First, notice that for storing $\left\lfloor\frac{N}{x}+1\right\rfloor$ values ($0,1,2,\ldots,\left\lfloor\frac{N}{x}\right\rfloor$), you need $\left\lceil\log\left\lfloor\frac{N}{x}+1\right\rfloor\right\rceil$ bits (which might be larger than $\log\left\lfloor\frac{N}{x}+1\right\rfloor$). This won't stop us though :).

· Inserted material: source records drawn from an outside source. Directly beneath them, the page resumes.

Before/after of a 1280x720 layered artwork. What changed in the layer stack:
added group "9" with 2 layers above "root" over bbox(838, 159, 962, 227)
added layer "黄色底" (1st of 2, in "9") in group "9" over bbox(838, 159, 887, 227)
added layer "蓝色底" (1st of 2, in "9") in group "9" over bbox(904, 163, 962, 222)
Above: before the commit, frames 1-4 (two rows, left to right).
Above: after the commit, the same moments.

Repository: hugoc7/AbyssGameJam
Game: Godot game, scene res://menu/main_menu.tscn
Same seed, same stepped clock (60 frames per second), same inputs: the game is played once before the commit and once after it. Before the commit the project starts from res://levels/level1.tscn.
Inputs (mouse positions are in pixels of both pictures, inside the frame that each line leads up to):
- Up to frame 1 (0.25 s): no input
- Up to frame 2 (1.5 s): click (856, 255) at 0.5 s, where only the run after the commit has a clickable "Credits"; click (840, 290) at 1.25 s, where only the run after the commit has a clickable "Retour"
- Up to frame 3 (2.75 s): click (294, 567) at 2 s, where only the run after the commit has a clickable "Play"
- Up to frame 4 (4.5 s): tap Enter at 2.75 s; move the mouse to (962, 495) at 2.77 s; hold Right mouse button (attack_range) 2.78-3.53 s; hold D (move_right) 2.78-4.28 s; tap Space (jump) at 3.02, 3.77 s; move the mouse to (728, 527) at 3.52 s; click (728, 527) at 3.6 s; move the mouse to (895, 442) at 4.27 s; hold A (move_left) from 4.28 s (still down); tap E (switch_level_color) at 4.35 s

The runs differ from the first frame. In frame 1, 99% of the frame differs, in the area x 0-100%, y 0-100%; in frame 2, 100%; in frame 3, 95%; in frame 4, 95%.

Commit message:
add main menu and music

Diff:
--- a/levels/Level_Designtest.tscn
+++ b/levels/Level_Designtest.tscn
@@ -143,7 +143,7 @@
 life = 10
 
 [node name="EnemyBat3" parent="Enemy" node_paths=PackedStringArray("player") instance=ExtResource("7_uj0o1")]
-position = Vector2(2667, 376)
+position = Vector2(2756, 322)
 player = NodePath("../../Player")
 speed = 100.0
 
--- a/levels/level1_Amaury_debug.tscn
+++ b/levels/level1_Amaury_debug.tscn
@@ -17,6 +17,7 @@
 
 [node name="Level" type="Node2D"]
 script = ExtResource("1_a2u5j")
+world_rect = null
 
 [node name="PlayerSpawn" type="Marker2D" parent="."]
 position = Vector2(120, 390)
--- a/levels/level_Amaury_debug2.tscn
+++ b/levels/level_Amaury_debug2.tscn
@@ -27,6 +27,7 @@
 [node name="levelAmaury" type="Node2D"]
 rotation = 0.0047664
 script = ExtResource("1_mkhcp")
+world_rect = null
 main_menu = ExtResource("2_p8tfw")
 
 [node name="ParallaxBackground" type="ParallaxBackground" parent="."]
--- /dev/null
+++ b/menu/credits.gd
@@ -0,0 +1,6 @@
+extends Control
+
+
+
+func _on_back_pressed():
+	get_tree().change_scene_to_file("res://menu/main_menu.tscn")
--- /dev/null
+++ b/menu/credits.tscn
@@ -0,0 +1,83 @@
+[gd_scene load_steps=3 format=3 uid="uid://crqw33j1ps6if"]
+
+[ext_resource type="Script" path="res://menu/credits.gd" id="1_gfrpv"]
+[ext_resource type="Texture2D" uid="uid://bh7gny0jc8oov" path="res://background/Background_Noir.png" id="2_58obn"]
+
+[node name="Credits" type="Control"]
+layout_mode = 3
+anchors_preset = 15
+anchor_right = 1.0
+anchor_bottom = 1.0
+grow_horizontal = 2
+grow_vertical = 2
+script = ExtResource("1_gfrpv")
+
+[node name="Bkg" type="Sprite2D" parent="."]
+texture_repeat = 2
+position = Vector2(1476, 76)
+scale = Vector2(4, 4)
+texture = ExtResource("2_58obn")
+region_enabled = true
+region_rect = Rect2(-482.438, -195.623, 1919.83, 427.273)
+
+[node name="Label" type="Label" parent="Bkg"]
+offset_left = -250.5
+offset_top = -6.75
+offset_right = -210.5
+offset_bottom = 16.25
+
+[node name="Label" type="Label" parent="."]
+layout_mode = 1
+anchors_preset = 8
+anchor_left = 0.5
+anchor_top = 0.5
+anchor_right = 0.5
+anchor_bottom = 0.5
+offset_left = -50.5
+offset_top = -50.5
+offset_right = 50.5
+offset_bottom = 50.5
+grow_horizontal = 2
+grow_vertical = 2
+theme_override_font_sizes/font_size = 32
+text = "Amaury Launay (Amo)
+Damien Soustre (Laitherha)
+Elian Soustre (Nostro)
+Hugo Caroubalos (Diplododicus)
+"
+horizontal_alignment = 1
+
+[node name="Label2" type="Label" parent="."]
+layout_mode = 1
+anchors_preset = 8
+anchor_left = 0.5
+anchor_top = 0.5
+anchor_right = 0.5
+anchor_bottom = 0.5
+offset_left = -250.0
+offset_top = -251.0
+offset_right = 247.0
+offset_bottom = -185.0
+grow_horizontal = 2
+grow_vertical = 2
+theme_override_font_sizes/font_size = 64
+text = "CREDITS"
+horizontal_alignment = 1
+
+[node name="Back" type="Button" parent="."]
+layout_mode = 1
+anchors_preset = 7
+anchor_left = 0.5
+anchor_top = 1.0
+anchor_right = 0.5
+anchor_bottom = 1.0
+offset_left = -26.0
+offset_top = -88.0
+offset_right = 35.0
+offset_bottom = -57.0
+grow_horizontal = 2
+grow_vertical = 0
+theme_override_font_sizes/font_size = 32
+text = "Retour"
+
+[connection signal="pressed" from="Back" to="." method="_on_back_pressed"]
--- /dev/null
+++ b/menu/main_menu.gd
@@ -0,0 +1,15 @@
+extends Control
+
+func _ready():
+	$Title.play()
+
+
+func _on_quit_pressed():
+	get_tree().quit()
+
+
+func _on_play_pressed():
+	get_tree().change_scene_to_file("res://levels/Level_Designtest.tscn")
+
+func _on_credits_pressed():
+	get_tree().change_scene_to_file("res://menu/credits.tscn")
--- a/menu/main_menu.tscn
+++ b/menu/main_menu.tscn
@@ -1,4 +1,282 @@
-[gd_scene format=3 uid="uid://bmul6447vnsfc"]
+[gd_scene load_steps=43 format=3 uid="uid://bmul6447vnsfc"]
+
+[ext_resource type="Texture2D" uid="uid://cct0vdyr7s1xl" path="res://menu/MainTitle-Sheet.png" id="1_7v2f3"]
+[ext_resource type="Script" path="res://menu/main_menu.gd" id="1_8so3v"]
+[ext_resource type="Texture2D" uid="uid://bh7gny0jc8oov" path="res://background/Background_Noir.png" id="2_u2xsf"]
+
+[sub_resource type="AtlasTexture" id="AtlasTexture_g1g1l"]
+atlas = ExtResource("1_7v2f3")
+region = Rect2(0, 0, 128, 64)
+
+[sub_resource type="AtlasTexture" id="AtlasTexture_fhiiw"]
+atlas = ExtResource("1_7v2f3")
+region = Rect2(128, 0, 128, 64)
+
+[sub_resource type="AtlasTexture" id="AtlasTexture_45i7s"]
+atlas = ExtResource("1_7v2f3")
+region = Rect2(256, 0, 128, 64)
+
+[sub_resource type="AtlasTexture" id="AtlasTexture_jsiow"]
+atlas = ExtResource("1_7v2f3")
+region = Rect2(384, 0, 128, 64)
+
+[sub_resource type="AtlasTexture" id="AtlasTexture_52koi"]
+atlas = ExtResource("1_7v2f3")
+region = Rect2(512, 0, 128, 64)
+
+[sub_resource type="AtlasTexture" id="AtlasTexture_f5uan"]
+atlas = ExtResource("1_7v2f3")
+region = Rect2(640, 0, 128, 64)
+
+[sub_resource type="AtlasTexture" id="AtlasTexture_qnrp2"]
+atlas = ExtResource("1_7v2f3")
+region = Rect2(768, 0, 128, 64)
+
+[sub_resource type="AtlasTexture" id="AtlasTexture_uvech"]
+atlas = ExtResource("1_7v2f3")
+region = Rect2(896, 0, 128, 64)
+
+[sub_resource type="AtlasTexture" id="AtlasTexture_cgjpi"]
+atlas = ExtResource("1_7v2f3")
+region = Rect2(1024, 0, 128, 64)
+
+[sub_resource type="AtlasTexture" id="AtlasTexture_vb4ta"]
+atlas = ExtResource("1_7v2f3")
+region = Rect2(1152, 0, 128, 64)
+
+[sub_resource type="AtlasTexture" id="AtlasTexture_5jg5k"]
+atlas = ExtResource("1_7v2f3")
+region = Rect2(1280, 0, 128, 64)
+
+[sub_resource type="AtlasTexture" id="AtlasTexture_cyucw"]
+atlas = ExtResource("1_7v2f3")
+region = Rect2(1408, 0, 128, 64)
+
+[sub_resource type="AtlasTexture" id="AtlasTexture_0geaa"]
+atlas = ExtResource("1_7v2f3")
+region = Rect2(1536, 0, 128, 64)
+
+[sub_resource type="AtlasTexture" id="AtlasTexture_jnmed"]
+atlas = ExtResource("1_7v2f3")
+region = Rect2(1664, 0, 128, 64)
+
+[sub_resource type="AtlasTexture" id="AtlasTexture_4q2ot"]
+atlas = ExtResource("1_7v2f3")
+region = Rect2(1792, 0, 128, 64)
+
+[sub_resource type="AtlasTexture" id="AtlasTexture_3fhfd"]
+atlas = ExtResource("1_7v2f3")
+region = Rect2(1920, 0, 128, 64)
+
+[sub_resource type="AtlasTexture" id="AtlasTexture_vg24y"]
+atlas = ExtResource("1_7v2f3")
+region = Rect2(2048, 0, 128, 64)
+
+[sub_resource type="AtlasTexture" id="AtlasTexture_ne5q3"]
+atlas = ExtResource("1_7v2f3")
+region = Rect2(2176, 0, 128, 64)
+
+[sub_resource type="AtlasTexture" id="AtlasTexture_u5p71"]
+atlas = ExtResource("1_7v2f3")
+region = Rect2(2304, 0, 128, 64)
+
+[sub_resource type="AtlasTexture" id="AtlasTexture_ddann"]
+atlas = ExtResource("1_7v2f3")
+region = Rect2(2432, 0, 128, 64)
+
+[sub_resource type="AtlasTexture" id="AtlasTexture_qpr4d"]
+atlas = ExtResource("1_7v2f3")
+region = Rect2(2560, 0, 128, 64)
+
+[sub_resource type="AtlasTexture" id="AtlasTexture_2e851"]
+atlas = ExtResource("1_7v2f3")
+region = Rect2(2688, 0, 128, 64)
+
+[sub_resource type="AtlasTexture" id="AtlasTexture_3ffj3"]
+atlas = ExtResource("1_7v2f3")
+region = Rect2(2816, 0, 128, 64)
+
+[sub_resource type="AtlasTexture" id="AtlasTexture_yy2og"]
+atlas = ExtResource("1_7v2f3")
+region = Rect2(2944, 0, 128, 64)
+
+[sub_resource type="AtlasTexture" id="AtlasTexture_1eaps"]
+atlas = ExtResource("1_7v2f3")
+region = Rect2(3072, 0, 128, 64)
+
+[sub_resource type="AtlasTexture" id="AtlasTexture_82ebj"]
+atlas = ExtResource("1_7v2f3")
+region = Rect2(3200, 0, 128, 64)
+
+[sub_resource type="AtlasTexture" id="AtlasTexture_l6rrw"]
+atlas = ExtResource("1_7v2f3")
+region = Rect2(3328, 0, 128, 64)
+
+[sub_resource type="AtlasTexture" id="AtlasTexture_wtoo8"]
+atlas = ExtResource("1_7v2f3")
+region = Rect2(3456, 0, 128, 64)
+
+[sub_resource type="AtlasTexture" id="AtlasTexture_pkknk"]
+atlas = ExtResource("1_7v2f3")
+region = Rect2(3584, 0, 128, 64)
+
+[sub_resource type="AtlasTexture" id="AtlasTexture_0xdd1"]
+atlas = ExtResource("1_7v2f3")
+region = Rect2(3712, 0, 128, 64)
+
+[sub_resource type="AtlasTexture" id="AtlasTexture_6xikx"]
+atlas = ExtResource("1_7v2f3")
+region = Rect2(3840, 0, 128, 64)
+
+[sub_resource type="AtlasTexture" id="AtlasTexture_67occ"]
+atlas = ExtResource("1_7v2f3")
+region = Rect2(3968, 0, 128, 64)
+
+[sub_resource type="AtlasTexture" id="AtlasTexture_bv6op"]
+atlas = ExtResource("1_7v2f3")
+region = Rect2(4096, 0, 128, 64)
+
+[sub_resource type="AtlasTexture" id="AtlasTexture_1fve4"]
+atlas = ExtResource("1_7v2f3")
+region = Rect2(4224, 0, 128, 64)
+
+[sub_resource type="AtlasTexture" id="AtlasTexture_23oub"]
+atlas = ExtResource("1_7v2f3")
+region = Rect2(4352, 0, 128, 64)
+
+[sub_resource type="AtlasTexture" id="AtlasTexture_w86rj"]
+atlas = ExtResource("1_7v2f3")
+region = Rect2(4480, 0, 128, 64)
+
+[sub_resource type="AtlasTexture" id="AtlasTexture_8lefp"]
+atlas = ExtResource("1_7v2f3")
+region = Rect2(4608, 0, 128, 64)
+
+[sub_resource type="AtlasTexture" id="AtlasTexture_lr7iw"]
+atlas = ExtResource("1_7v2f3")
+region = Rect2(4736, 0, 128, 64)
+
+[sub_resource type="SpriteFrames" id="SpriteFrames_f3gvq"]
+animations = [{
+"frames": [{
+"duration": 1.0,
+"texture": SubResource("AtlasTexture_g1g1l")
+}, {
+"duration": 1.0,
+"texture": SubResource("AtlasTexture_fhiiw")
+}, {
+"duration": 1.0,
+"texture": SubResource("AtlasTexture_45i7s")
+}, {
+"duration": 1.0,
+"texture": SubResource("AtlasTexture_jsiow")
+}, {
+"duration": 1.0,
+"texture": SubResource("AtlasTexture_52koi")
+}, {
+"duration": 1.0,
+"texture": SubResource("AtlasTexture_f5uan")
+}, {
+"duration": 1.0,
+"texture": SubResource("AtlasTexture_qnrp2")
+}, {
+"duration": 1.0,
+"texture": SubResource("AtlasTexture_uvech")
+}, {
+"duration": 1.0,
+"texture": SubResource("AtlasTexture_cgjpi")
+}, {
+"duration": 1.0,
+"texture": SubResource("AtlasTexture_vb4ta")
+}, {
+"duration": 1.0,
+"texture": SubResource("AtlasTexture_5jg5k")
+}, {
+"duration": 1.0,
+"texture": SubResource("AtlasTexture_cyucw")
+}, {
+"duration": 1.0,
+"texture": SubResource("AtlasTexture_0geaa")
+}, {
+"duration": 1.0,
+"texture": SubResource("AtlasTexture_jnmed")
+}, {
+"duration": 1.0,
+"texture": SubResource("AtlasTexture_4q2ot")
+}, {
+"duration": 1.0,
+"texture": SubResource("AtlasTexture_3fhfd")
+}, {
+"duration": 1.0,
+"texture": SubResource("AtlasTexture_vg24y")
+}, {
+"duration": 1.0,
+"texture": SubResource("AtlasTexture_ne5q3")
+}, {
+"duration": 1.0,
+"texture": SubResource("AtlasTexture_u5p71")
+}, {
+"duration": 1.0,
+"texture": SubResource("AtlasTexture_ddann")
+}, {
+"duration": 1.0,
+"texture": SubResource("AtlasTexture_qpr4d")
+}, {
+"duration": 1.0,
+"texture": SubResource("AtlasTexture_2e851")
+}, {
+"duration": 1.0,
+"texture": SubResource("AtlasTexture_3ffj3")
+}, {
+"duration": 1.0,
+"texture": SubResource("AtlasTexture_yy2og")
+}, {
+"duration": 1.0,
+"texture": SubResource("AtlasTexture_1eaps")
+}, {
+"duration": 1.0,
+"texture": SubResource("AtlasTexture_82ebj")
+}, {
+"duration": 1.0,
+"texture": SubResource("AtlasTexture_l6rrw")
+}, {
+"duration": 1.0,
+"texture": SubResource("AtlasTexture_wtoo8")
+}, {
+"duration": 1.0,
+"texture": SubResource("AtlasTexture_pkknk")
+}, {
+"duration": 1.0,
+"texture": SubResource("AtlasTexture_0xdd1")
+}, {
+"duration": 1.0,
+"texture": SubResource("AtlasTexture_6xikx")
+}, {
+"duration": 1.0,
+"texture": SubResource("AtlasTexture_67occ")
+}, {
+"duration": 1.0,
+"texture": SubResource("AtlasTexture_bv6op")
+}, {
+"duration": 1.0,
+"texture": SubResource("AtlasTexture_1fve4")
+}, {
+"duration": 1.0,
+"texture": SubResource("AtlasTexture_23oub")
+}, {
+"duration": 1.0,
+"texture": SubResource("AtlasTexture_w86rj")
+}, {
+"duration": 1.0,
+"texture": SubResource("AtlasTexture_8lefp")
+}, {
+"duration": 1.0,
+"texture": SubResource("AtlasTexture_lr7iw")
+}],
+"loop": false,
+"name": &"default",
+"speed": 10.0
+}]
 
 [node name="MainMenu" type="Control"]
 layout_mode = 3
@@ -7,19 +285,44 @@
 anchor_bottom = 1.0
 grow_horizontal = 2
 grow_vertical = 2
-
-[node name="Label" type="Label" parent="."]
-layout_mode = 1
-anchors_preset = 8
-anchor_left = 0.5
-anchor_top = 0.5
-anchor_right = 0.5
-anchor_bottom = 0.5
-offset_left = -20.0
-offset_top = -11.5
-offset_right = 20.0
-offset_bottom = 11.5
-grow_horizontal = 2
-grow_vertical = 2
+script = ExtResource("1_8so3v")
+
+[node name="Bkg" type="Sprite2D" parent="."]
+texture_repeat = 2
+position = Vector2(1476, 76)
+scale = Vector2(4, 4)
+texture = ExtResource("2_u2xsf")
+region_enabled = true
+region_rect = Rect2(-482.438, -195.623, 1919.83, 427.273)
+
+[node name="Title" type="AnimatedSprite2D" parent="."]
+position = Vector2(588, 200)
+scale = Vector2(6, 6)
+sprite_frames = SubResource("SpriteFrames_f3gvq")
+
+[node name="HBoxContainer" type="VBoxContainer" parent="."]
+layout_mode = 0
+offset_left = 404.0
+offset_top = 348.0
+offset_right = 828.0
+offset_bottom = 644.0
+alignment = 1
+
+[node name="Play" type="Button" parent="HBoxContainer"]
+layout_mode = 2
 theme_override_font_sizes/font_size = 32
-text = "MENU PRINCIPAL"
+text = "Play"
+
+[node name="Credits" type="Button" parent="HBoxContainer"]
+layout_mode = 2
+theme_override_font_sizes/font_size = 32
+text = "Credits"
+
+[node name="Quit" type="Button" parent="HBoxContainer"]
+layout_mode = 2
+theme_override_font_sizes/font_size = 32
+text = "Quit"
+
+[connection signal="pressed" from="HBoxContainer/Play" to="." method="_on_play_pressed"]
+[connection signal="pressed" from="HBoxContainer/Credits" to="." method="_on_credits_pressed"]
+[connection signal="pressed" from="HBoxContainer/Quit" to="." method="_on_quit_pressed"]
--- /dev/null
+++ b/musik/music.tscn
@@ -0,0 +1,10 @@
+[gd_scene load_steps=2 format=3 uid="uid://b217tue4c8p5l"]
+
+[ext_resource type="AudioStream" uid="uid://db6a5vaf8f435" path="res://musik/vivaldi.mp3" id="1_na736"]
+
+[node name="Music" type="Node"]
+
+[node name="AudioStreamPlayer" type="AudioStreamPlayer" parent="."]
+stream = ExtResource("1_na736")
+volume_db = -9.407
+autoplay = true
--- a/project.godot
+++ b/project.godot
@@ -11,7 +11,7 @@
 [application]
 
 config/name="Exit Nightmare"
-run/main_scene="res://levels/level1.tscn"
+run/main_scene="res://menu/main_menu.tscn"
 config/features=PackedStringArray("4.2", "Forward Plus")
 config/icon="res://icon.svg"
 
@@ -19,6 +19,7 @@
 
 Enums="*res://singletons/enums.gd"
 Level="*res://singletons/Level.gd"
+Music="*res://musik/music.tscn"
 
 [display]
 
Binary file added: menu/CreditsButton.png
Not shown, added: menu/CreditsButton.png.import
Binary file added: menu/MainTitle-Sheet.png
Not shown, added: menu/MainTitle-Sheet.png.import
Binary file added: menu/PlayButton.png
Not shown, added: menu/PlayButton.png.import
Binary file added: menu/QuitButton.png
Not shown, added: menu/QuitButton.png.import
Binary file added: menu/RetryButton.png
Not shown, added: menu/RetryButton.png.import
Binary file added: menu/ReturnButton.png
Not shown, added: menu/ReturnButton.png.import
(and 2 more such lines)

We first notice that for every $$\forall 1<x,N\in\mathbb N:\left\lfloor\frac{N}{x}+1\right\rfloor\leq\left\lceil\frac{N+1}{x}\right\rceil$$ To see this, consider the case where $\frac{N}{x}\in \mathbb N$, and thus $$\left\lfloor\frac{N}{x}+1\right\rfloor = \frac{N}{x}+1=\frac{N}{x}+\left\lceil\frac{1}{x}\right\rceil=\left\lceil\frac{N+1}{x}\right\rceil$$ Otherwise, when $\frac{N}{x}\not \in \mathbb N$:$$\left\lfloor\frac{N}{x}+1\right\rfloor =\left\lceil\frac{N}{x}\right\rceil\leq\left\lceil\frac{N+1}{x}\right\rceil$$

Another useful inequality is $\forall r\geq 1:\log\left\lceil r\right\rceil\leq\left\lceil\log r\right\rceil$.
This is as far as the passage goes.